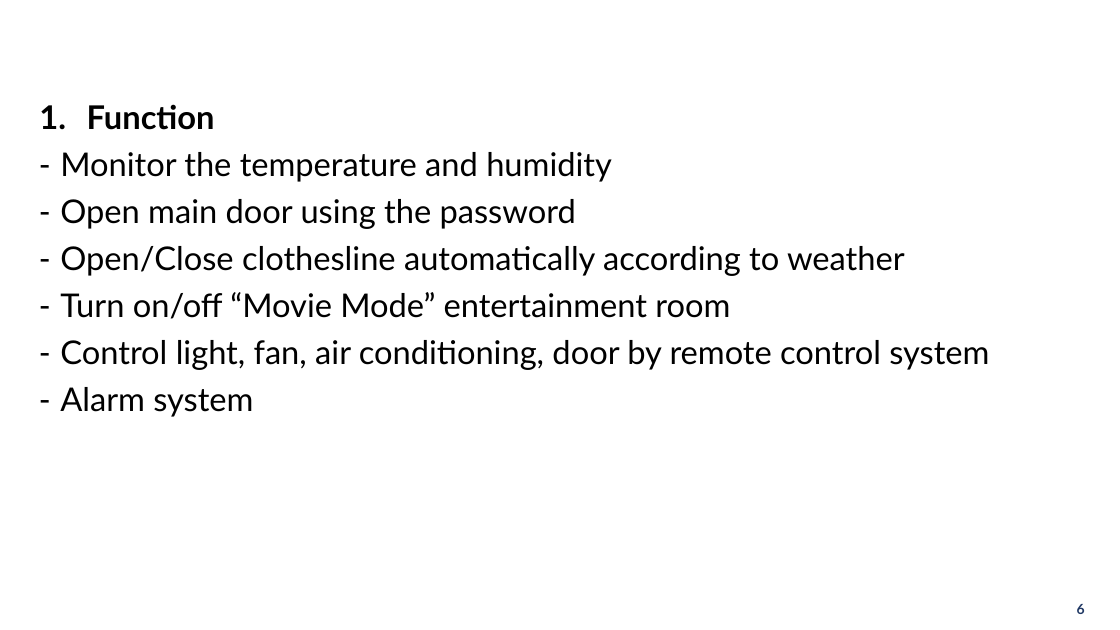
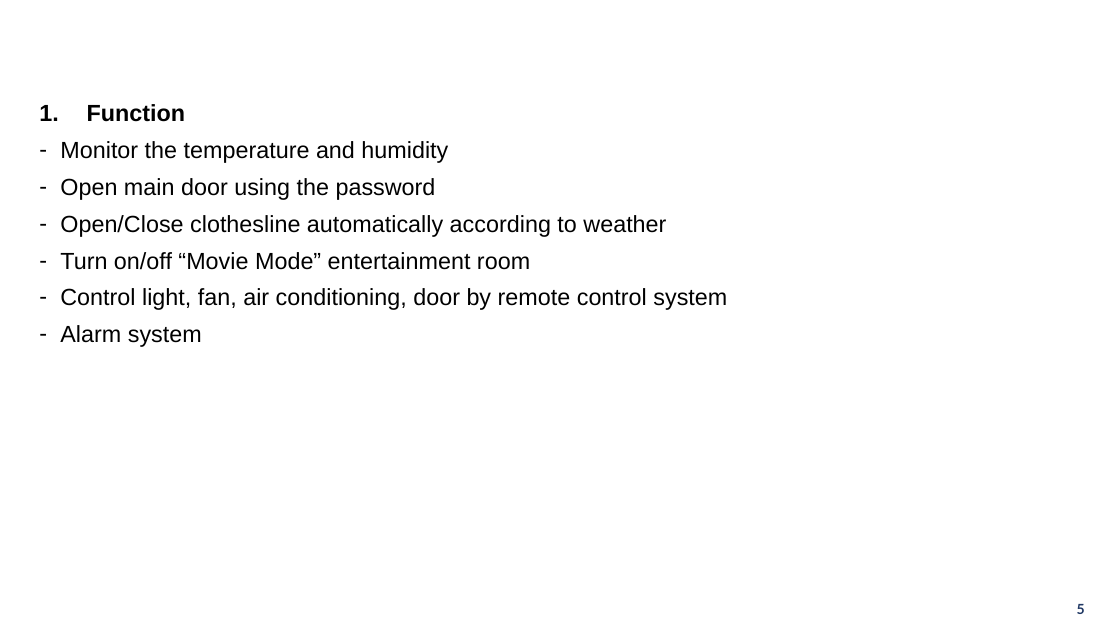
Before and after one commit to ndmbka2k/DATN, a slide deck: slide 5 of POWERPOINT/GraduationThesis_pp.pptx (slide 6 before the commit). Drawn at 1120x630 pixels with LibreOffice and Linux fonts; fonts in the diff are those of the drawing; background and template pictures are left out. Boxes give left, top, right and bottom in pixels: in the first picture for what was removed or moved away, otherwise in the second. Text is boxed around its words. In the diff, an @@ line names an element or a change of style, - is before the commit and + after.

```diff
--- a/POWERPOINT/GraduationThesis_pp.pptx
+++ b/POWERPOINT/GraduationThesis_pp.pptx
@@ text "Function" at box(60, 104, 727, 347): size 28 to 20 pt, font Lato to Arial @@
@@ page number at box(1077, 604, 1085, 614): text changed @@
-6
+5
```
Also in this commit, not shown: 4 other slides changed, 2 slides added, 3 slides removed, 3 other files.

=====

What to work on:
Your job is to copy out every line from the records above that has the word "changed".

Answer section:
@@ page number at box(1077, 604, 1085, 614): text changed @@
Also in this commit, not shown: 4 other slides changed, 2 slides added, 3 slides removed, 3 other files.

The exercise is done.